ATI PATA is already selected, although it's compiled into the kernel, not a module.  I did try it as a module just in case, but no luck.  I'm only on 2.6.32-r7 here though, do you think it's worth updating?.

----------

## idella4

Subi;

I just learned a handy tip from another post.  Enter  zcat /proc/config.gz  from within the minimal install cd.  You output the current minimal install  kernel config which captures your desired drive.

copy the hard drive settings to your system config.

Your lspci -k output is the same as the previous post.  No it's probably not requiring updating.

----------

## Subi

Still no luck.  I've tried a few chunks of the generated config file, and they didn't help.  I also tried the entire config file just to see, and that didn't find either drive, so it couldn't boot.   :Smile: 

I've been talking to someone else with the same board, and he says that he had the same problem, and that it's caused by the kernel restarting the SATA controller, but not waiting for the device to some up.  He fixed his by using rootdelay=6 on the kernel start-up line in grub.conf.  However, that doesn't work for me, and looking at the boot log the looks like the pause is being done after the SATA stuff is complete (although I may be wrong on that).  Is there any other way to insert such a delay?

----------

## Subi

I found out what's causing it!

I was trying a .config from a working board, which did see the SATA DOM.  It worked on my board, but I saw that there was no initramfs file specified.  As I use the framebuffer for fbsplash I put one back in and recompiled.  This stopped the DOM from coming up.  So I tried my old .config with the initramfs file taken out, and lo and behold, it could suddenly see the DOM!

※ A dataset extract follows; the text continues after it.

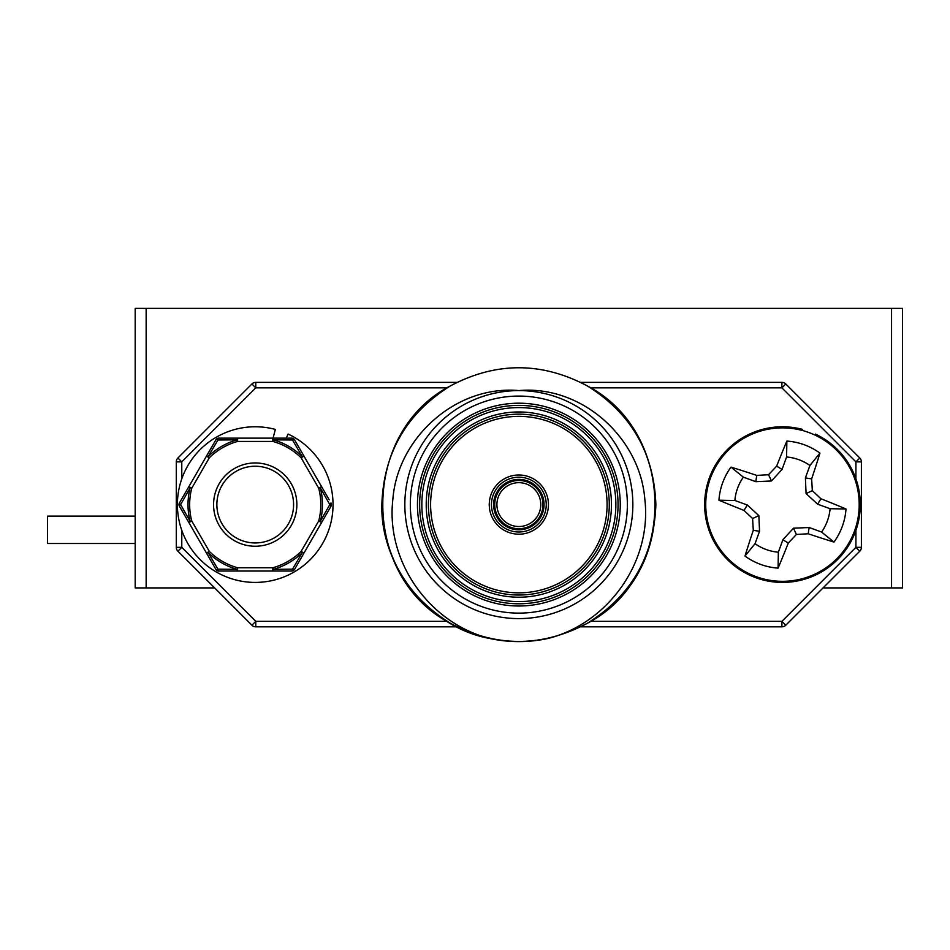 <?xml version="1.0" encoding="UTF-8"?>
<svg xmlns="http://www.w3.org/2000/svg" width="950" height="950" viewBox="0 0 950 950"><rect width="100%" height="100%" fill="white"/><g stroke="black" fill="none" stroke-linecap="round" stroke-linejoin="round"><path stroke-width="1.43" d="M135.197 543.507L47.5 543.507L47.5 516.111L135.197 516.111M214.605 587.908L135.197 587.908L135.197 308.382L902.5 308.382L902.5 587.908L823.092 587.908M548.447 638.376C608.511 623.022 652.163 561.284 644.836 499.332C640.027 437.594 581.578 384.904 518.842 390.593C456.344 384.857 397.611 437.558 392.861 499.284C385.569 561.272 429.02 622.867 489.25 638.376A137.014 137.014 0 0 0 548.447 638.376M580.783 382.375L781.909 382.375A5.486 5.486 0 0 1 785.781 383.978L859.786 457.995A5.486 5.486 0 0 1 861.389 461.866L861.389 547.331A5.486 5.486 0 0 1 859.786 551.202L785.781 625.207A5.486 5.486 0 0 1 781.909 626.822L580.783 626.822M456.914 626.822L255.787 626.822A5.486 5.486 0 0 1 251.916 625.207L177.899 551.202A5.486 5.486 0 0 1 176.296 547.331L176.296 461.866A5.486 5.486 0 0 1 177.899 457.995L251.916 383.978A5.486 5.486 0 0 1 255.787 382.375L456.914 382.375M489.25 638.376C429.281 627.463 380.297 566.271 381.829 504.593C383.681 452.924 406.517 413.369 450.336 385.938C496.007 361.701 541.678 361.701 587.361 385.938C677.433 432.547 677.433 576.65 587.361 623.259C541.678 647.484 496.007 647.484 450.336 623.259C406.517 595.816 383.681 556.261 381.829 504.593C383.681 452.924 406.517 413.369 450.336 385.938C496.007 361.701 541.678 361.701 587.361 385.938C631.18 413.369 654.016 452.924 655.868 504.593C654.016 556.261 631.18 595.816 587.361 623.259C541.678 647.484 496.007 647.484 450.336 623.259C360.264 576.65 360.264 432.547 450.336 385.938C496.007 361.701 541.678 361.701 587.361 385.938C631.18 413.369 654.016 452.924 655.868 504.593C654.016 556.261 631.18 595.816 587.361 623.259C541.678 647.484 496.007 647.484 450.336 623.259C406.517 595.816 383.681 556.261 381.829 504.593C383.681 452.924 406.517 413.369 450.336 385.938C496.007 361.701 541.678 361.701 587.361 385.938C677.433 432.547 677.433 576.65 587.361 623.259C541.678 647.484 496.007 647.484 450.336 623.259C406.517 595.816 383.681 556.261 381.829 504.593C383.681 452.924 406.517 413.369 450.336 385.938C496.007 361.701 541.678 361.701 587.361 385.938C669.501 429.637 680.01 557.08 603.036 612.691M518.842 390.593A114 114 0 0 1 617.571 561.592A114 114 0 0 1 420.114 561.592A114 114 0 0 1 518.842 390.593A114 114 0 0 1 617.571 561.592A114 114 0 0 1 420.114 561.592A114 114 0 0 1 518.842 390.593M518.842 405.389A99.204 99.204 0 0 0 432.939 554.194A99.204 99.204 0 0 0 604.758 554.194A99.204 99.204 0 0 0 518.842 405.389A99.204 99.204 0 0 0 432.939 554.194A99.204 99.204 0 0 0 604.758 554.194A99.204 99.204 0 0 0 518.842 405.389M518.842 414.164A90.428 90.428 0 0 0 440.527 549.812A90.428 90.428 0 0 0 597.158 549.812A90.428 90.428 0 0 0 518.842 414.164A90.428 90.428 0 0 0 440.527 549.812A90.428 90.428 0 0 0 597.158 549.812A90.428 90.428 0 0 0 518.842 414.164M518.842 477.197A27.407 27.407 0 0 1 542.581 518.296A27.407 27.407 0 0 1 495.116 518.296A27.407 27.407 0 0 1 518.842 477.197A27.407 27.407 0 0 1 542.581 518.296A27.407 27.407 0 0 1 495.116 518.296A27.407 27.407 0 0 1 518.842 477.197M518.842 482.671A21.921 21.921 0 0 0 499.854 515.553A21.921 21.921 0 0 0 537.831 515.553A21.921 21.921 0 0 0 518.842 482.671A21.921 21.921 0 0 0 499.854 515.553A21.921 21.921 0 0 0 537.831 515.553A21.921 21.921 0 0 0 518.842 482.671M808.711 432.488A76.736 76.736 0 0 1 831.796 563.374A76.736 76.736 0 0 1 706.907 517.916A76.736 76.736 0 0 1 808.711 432.488M776.649 466.141A121.208 10.569 -70 0 1 786.861 441.073A63.686 63.686 0 0 1 819.945 453.114A121.208 10.569 110 0 1 811.644 478.883A119.819 10.438 87.5 0 1 812.321 490.675A119.819 10.438 42.5 0 1 820.931 498.774A121.208 10.569 20 0 1 845.999 508.986A63.686 63.686 0 0 1 833.957 542.07A121.208 10.569 -160 0 1 808.189 533.769A119.819 10.438 177.5 0 1 796.397 534.446A119.819 10.438 132.5 0 1 788.298 543.056A121.208 10.569 110 0 1 778.086 568.124A63.686 63.686 0 0 1 745.002 556.082A121.208 10.569 -70 0 1 753.291 530.314A119.819 10.438 -92.5 0 1 752.614 518.522A119.819 10.438 -137.5 0 1 744.016 510.423A121.208 10.569 -160 0 1 718.948 500.211A63.686 63.686 0 0 1 730.989 467.127A121.208 10.569 20 0 1 756.758 475.416A119.819 10.438 -2.5 0 1 768.55 474.739A119.819 10.438 -47.5 0 1 776.649 466.141L782.064 469.431L771.459 480.985L755.796 481.674L743.351 477.149A47.785 47.785 0 0 0 734.861 500.484L747.306 505.008L758.86 515.601L759.549 531.276L755.024 543.709A47.785 47.785 0 0 0 778.359 552.211L782.883 539.766L793.476 528.2L809.151 527.523L821.584 532.048L833.957 542.07M821.584 532.048A47.785 47.785 0 0 0 830.086 508.713L817.641 504.189L806.075 493.584L805.398 477.921L809.922 465.476L819.945 453.114M809.922 465.476A47.785 47.785 0 0 0 786.588 456.986L786.861 441.073M805.398 477.921L811.644 478.883M806.075 493.584L812.321 490.675M817.641 504.189L820.931 498.774M830.086 508.713L845.999 508.986M786.588 456.986L782.064 469.431M743.351 477.149L730.989 467.127M734.861 500.484L718.948 500.211M755.796 481.674L756.758 475.416M771.459 480.985L768.55 474.739M755.024 543.709L745.002 556.082M778.359 552.211L778.086 568.124M759.549 531.276L753.291 530.314M758.86 515.601L752.614 518.522M747.306 505.008L744.016 510.423M809.151 527.523L808.189 533.769M793.476 528.2L796.397 534.446M782.883 539.766L788.298 543.056M802.334 430.481L802.619 429.424A77.829 77.829 0 0 0 706.254 520.339A77.829 77.829 0 0 0 830.739 565.642A77.829 77.829 0 0 0 815.361 434.067L814.898 435.053M273.03 438.14L275.369 429.424A77.829 77.829 0 0 0 179.004 520.339A77.829 77.829 0 0 0 303.489 565.642A77.829 77.829 0 0 0 288.111 434.067L286.211 438.14M303.964 456.131L301.114 457.769A65.574 65.574 0 0 0 272.828 441.429L237.619 441.429L237.179 439.85L217.93 440.004L208.169 456.594L206.471 456.131L215.911 439.791L188.872 486.614L191.722 488.264A65.574 65.574 0 0 0 191.722 520.933L188.872 522.571L179.443 506.243A3.289 0.914 150 0 1 180.643 504.593A3.289 0.914 -150 0 1 179.443 502.954L188.872 486.614L190.131 487.849L180.643 504.593L190.131 521.336L188.872 522.571L215.911 569.406L206.471 553.066L208.169 552.591L217.93 569.181L237.179 569.347L237.619 571.045L218.749 571.045L291.686 571.045L272.828 571.045L273.267 569.347L292.505 569.181L302.266 552.591L303.964 553.066L321.575 522.571L320.316 521.336L329.804 504.593L320.316 487.849L321.575 486.614L294.536 439.791L303.964 456.131L302.266 456.594L292.505 440.004L273.267 439.85A67.213 67.213 0 0 1 302.266 456.594L301.114 457.769L318.725 488.264L321.575 486.614L329.234 499.878M331.004 502.954A3.289 0.914 150 0 1 329.804 504.593A3.289 0.914 -150 0 1 331.004 506.243A3.289 3.289 0 0 0 331.004 502.954A3.289 3.289 0 0 1 331.004 506.243L321.575 522.571L318.725 520.933L301.114 551.428L303.964 553.066L294.536 569.406A3.289 0.914 -150 0 1 292.505 569.181A3.289 0.914 -90 0 1 291.686 571.045A3.289 3.289 0 0 0 294.536 569.406A3.289 3.289 0 0 1 291.686 571.045M272.828 438.14L272.828 441.429L272.828 438.14L291.686 438.14L218.749 438.14L237.619 438.14L237.179 439.85A67.213 67.213 0 0 0 208.169 456.594L209.321 457.769L206.471 456.131M188.872 486.614L181.213 499.878M179.443 506.243A3.289 3.289 0 0 1 179.443 502.954A3.289 3.289 0 0 0 179.443 506.243L181.213 509.307M213.572 504.593A41.657 41.657 0 0 1 276.046 468.528A41.657 41.657 0 0 1 276.046 540.669A41.657 41.657 0 0 1 213.572 504.593A41.657 41.657 0 0 1 276.046 468.528A41.657 41.657 0 0 1 276.046 540.669A41.657 41.657 0 0 1 213.572 504.593M291.686 438.14A3.289 3.289 0 0 1 294.536 439.791A3.289 0.914 150 0 0 292.505 440.004A3.289 0.914 -90 0 0 291.686 438.14M217.93 440.004A3.289 0.914 -90 0 1 218.749 438.14A3.289 3.289 0 0 0 215.911 439.791A3.289 0.914 -150 0 1 217.93 440.004M320.316 487.849L318.725 488.264A65.574 65.574 0 0 1 318.725 520.933L320.316 521.336A67.213 67.213 0 0 0 320.316 487.849M237.619 438.14L237.619 441.429A65.574 65.574 0 0 0 209.321 457.769L191.722 488.264L190.131 487.849A67.213 67.213 0 0 0 190.131 521.336L191.722 520.933L209.321 551.428L206.471 553.066M272.828 571.045L272.828 567.756L273.267 569.347A67.213 67.213 0 0 0 302.266 552.591L301.114 551.428A65.574 65.574 0 0 1 272.828 567.756L237.619 567.756L237.179 569.347A67.213 67.213 0 0 1 208.169 552.591L209.321 551.428A65.574 65.574 0 0 0 237.619 567.756L237.619 571.045M217.93 569.181A3.289 0.914 90 0 0 218.749 571.045A3.289 3.289 0 0 1 215.911 569.406A3.289 0.914 -30 0 0 217.93 569.181M891.539 587.908L891.539 308.382M146.157 308.382L146.157 587.908M518.842 475A29.593 29.593 0 0 1 544.481 519.389A29.593 29.593 0 0 1 493.216 519.389A29.593 29.593 0 0 1 518.842 475M518.842 416.361A88.243 88.243 0 0 0 442.427 548.72A88.243 88.243 0 0 0 595.27 548.72A88.243 88.243 0 0 0 518.842 416.361M181.783 530.349L181.783 547.331L255.787 621.336L447.106 621.336M447.106 387.861L255.787 387.861L181.783 461.866L181.783 478.848M855.914 478.848L855.914 461.866L781.909 387.861L590.579 387.861M590.579 621.336L781.909 621.336L855.914 547.331L855.914 530.349M176.296 461.866L181.783 461.866L177.899 457.995M251.916 383.978L255.787 387.861L255.787 382.375M177.899 551.202L181.783 547.331L176.296 547.331M781.909 382.375L781.909 387.861L785.781 383.978M255.787 626.822L255.787 621.336L251.916 625.207M859.786 457.995L855.914 461.866L861.389 461.866M785.781 625.207L781.909 621.336L781.909 626.822M861.389 547.331L855.914 547.331L859.786 551.202M518.842 403.204A101.389 101.389 0 0 1 606.658 555.299A101.389 101.389 0 0 1 431.039 555.299A101.389 101.389 0 0 1 518.842 403.204M518.842 396.079A108.514 108.514 0 0 0 424.864 558.861A108.514 108.514 0 0 0 612.821 558.861A108.514 108.514 0 0 0 518.842 396.079M518.842 411.968A92.625 92.625 0 0 1 599.058 550.905A92.625 92.625 0 0 1 438.627 550.905A92.625 92.625 0 0 1 518.842 411.968M518.842 407.586A97.007 97.007 0 0 0 434.839 553.102A97.007 97.007 0 0 0 602.858 553.102A97.007 97.007 0 0 0 518.842 407.586M518.842 479.382A25.211 25.211 0 0 0 497.016 517.204A25.211 25.211 0 0 0 540.681 517.204A25.211 25.211 0 0 0 518.842 479.382M518.842 480.486A24.118 24.118 0 0 1 539.731 516.658A24.118 24.118 0 0 1 497.966 516.658A24.118 24.118 0 0 1 518.842 480.486M216.861 504.593A38.368 38.368 0 0 0 274.408 537.819A38.368 38.368 0 0 0 274.408 471.366A38.368 38.368 0 0 0 216.861 504.593M218.749 438.14A3.289 3.289 0 0 0 215.911 439.791M215.911 569.406A3.289 3.289 0 0 0 218.749 571.045"/></g></svg>

So, the thing stopping the DOM from coming up and/or being visible is the use of an initramfs file.  Does anyone know how I can get both?

----------

## eccerr0r

I can't think of why initrd would be a factor.  I was thinking whether or not rootdelay= however was a needed command line option to stop the boot from happening until all disks had a chance to respond to probe detects (SATA working similar to USB).

I'm out of ideas...

----------

## idella4

Subi

by chance I'm doing something completely different involving initrds.  See my post.  I noted some time ago that when I used an initrd on boot, it kernel panicked.  I just took out the initrd and thought little more of it.  I've tried out this other feature which cites using initrd as an option.

I have a few running kernels.  I've just confirmed that the initrd I make for all regular kernels is broken, and it's a different fail feature to yours, in my case the file type.

I've cited the new subject of my thread as mkinitrd not working.  It does work on my xen kernels which very few use.  Regular gentoo style does not use initrd as the norm, so I reckon it's not an issue to be found by most gentoo users.

I re-emerged it.  This gentoo is not fully up to date, which I don't really need to do what I want.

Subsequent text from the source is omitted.